12 Workout Tips For Skinny Guys

Today, I want to share with you some experiences, knowledge that I have summarized in many training years, which changed me as today, probably have some new things and some others that perhaps you’ve encountered elsewhere — they are obvious basic principles and it’s ignored, but I believe they’re the most powerful principles will create a difference in your training (if you persevere) especially for skinny guy and the last thing I would say I’m not the creator of the following principles, i’m just only identify and dissemination it for those who really want to change themselves. Below are 12 principles will optimize the way of your workout

12 Principles For Ectomorphs

1. Motivation

Probably you’ll laugh and thought “Well can I go to the gym without motivation?”:D, well if you own good gene, it’s okay, no problem even you training anyway, after 2–3 months your body still up normally, but if you are not lucky like that? What happens if you’re a skinny guy and eat a lot but still not gain weight or a fat guy whatever you did, still can’t reduce a kg! after 2–3 months or more you still in that stage, how do you feel ? while people around you to show the opposite!, very depressed, right? So the question is that you will continue or unconditional surrender! the problem here is that they have good genes whether they training, their results still faster than you, but you absolutely can be like them !, believe me (no steroids here, don’t worry), just as you can but only slower, you feel stronger that mean you are gaining more muscle, you may take from 6 months -> 1 year according to a scientific schedule and diet to give good results, but the problem, are you have the motivation and perseverance to see that results! because I’ve seen many people gave up quickly because they don’t achieve the initial satisfactory results or not equal others, so keep in mind the motivation when combined with an science workout will becomes a real way lead to the change for everyone.

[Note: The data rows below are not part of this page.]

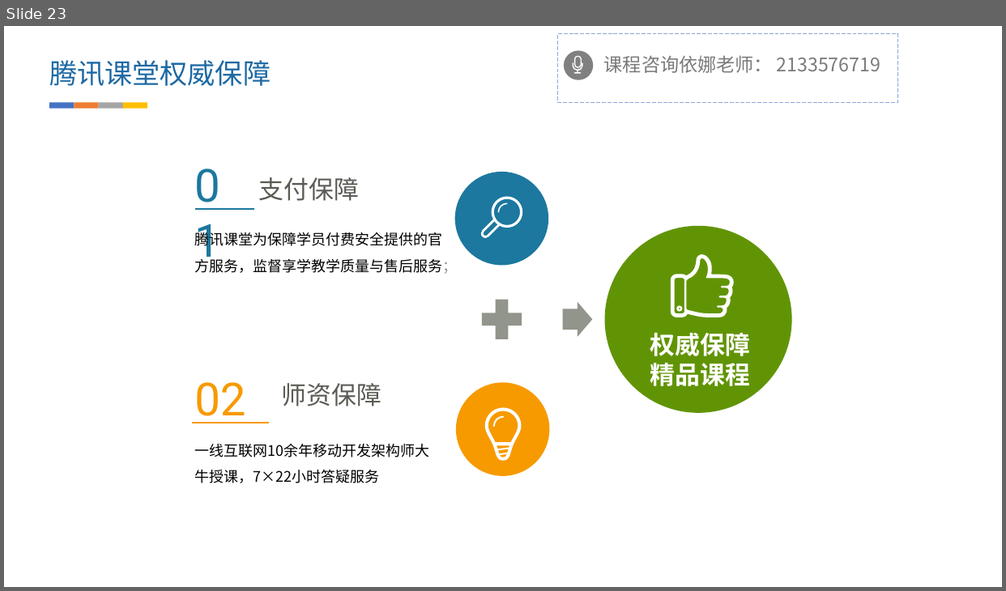
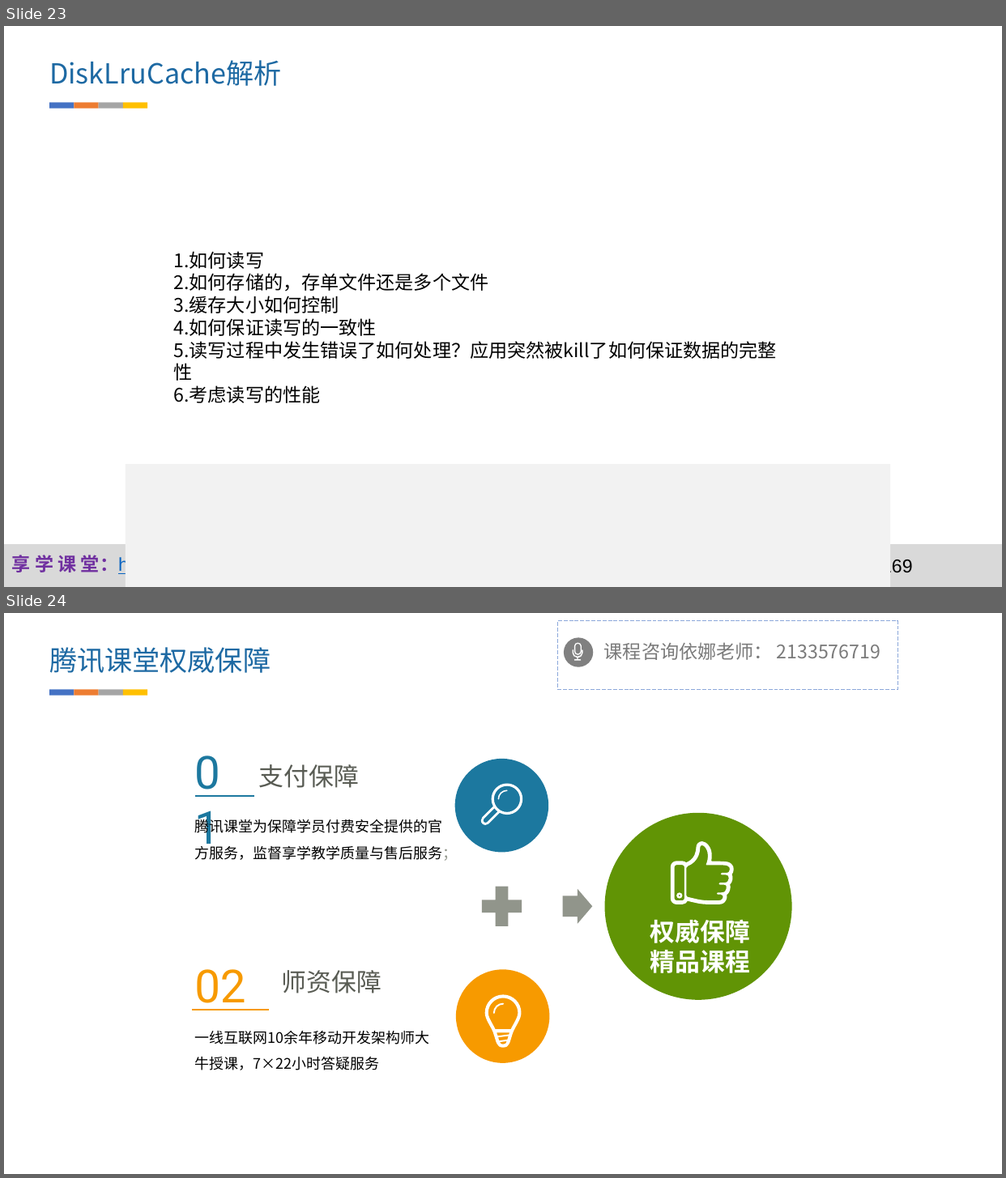
Before and after one commit to fanzhangvip/xiangxue, a slide deck: pre/缓存.pptx. Shown one above the other, each under a label of ours: slide 23 before the commit, slides 23 and 24 after it. The pictures are 1006x591 and 1006x1178 pixels, drawn with LibreOffice and Linux fonts; fonts in the diff are those of the drawing; background and template pictures are left out. Boxes give left, top, right and bottom in pixels: in the first picture for what was removed or moved away, otherwise in the second. Text is boxed around its words. In the diff, an @@ line names an element or a change of style, - is before the commit and + after.

```diff
--- a/pre/缓存.pptx
+++ b/pre/缓存.pptx
@@ slide 23 added at (4, 26, 1002, 587), background #FFFFFF @@
@@ text added at (49, 60, 282, 86), 26.6 pt, text #1D69A3 @@
+DiskLruCache解析
@@ group added at (49, 102, 147, 109): 4 rectangles @@
@@ text added at (173, 251, 776, 403), 18 pt, text #000000 @@
+1.如何读写
+2.如何存储的，存单文件还是多个文件
+3.缓存大小如何控制
+4.如何保证读写的一致性
+5.读写过程中发生错误了如何处理？应用突然被kill了如何保证数据的完整性
+6.考虑读写的性能
@@ rectangle added at (126, 465, 890, 587), fill #F2F2F2 @@
@@ rectangle added at (4, 544, 1002, 587), fill #D9D9D9 @@
@@ text added at (12, 555, 305, 574), 18 pt, text #0563C1, underline @@
+享 学 课 堂：http://enjoy.ke.qq.com/
@@ text added at (782, 559, 913, 574), 18 pt, text #000000 @@
+享 学 官 方 群：921908169
@@ what was slide 23 is now slide 24 @@
```
Also in this commit, not shown: 1 slide changed, 1 other slide added, 1 slide removed, 58 other files.

2. Heavier Weigh = Bigger Muscle

Can you have seen this in many other sites with mixed opinions of it, but this is really an important principle!. Why ?, while training your muscle will be break and then it will recover stronger to meet the greater pressure that caused by this weights, and if you continue increase the weights level, which allows you to make movements correctly, your muscles will recover stronger and if you provide sufficient calories, it will become bigger.

3. Eat Much But Properly

To gain weight and build muscle, you need to supply 3000–5000 kcal or more per day, of course, you aren’t permitted to eating a bluff to achieve amount of this kcal, unless you want to become a fat guy. If you want to have a nice body, protein, carbs, healthy fat, which is what you should focus on. I suggest to you should supply 1g protein per pound of body (2g / kg) for the carb is 2g / bls (4g / kg), This is the optimal amount , why ?, if more than, your body will waste them, if less, of course you can’t increase muscles. Remember to provide carb and protein before and after training.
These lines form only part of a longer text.